Employers failing to address diversity in the workplace
Sixty per cent of employers do not have a diverse workforce or do not know if they do, according to reports of the recent poll by Monster, the recruitment company.
Despite the array of equality legislation in the UK, only four in ten of the 660 employers questioned said diversity was a "big priority" with almost the same number (36 per cent) saying it was not a priority at all. A further 15 per cent were unsure.
Recent changes to maternity legislation prompts employers to think twice
The recent changes to maternity legislation, introduced from 1 April 2007 (which included the extension of paid statutory maternity pay from six to nine months and the removal of the qualifying length of service for additional maternity leave), are resulting in an increased reluctance to employ women, particularly among small and medium-sized businesses, according to independent research, commissioned by Citrix Online.
The research reveals that over half of employers believe the changes are making some managers think twice about recruiting women. Thirty per cent of employers in the survey thought it would be harder to retain talented women in the workforce and a further 26 per cent believed the latest changes would have a commercially negative impact. The survey also uncovered widespread ignorance about the new maternity legislation, with 34 per cent of small and medium-sized businesses unaware of the recent changes.

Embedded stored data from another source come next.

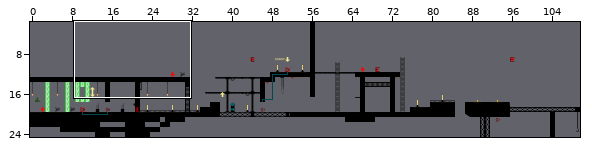
An edit to a level. Tiled map, android/assets/data/levels/level0.tmx. The picture above shows the old version from afar; the outline marks the close-up.
Close-up. Before:
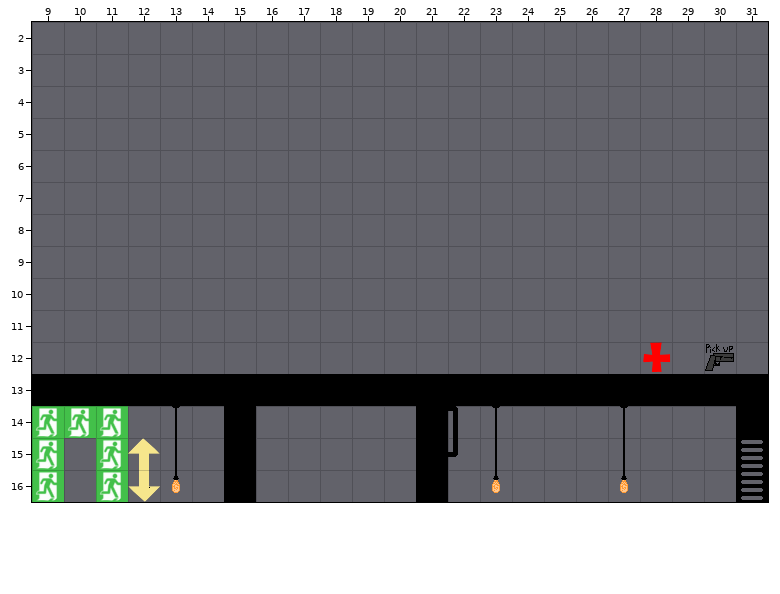
Cells are 32x32 px. Shown: x 9..31, y 2..16. The commit also changed other parts of the map, which this record leaves out.
Once edited:
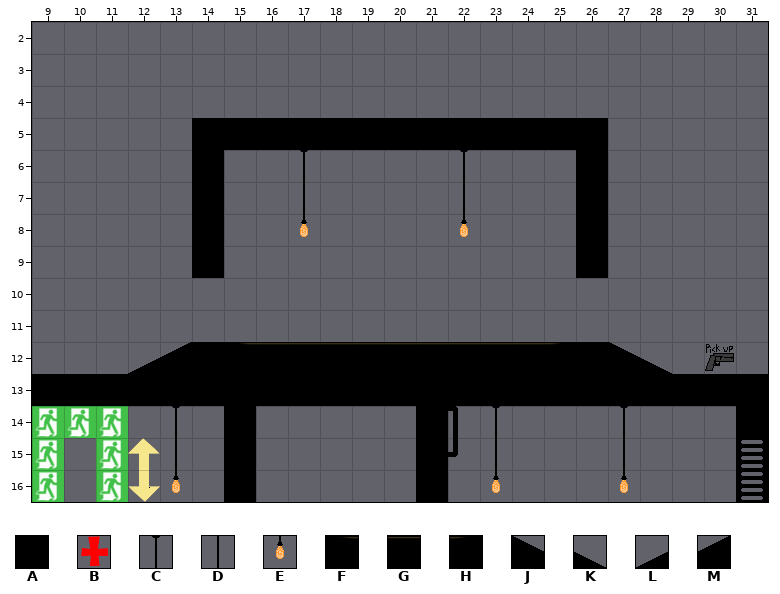
Key: from "tilemapnew1": A 75, B 94, C 98, D 130, E 162, F 264, G 265, H 266, J 288, K 289, L 290, M 291.
_ is an empty cell.
Log entry: Prepairing to re-write GamePhysics class, and use box2d for ground collision to bring in diagonals
Changes in this commit:
Layer "collision":
The author put tile A in row 5 at x 14 to 26; in rows 6 to 9 at x 14 and 26; in row 12 at x 14 and 26.
The author put tile C in row 6 at x 17 and 22.
The author put tile D in row 7 at x 17 and 22.
The author put tile E in row 8 at x 17 and 22.
The author put tile F in row 12 at x 15.
The author put tile G in row 12 at x 16 to 24.
The author put tile H in row 12 at x 25.
The author put tile J in row 12 at x 27.
The author put tile K in row 12 at x 28.
The author put tile L in row 12 at x 12.
The author put tile M in row 12 at x 13.
Layer "miscLayer":
Tile B is removed in row 12 at x 28.

Management struggling with remote working
Managers are struggling to reinvent their working patterns to get the best from the growing number of remote workers, according to a new report commissioned by City & Guilds and the Institute of Leadership & Management.
Nearly three quarters (73 per cent) of managers say flexible working is common in their organisation, and 37 per cent of all managers now look after teams who are either entirely or predominantly based away from the office.
However, although the majority of managers are working with teams that include remote workers, nearly half of managers say they are unprepared for the supervision of remote teams, and only a quarter had received any training on how to manage such a team.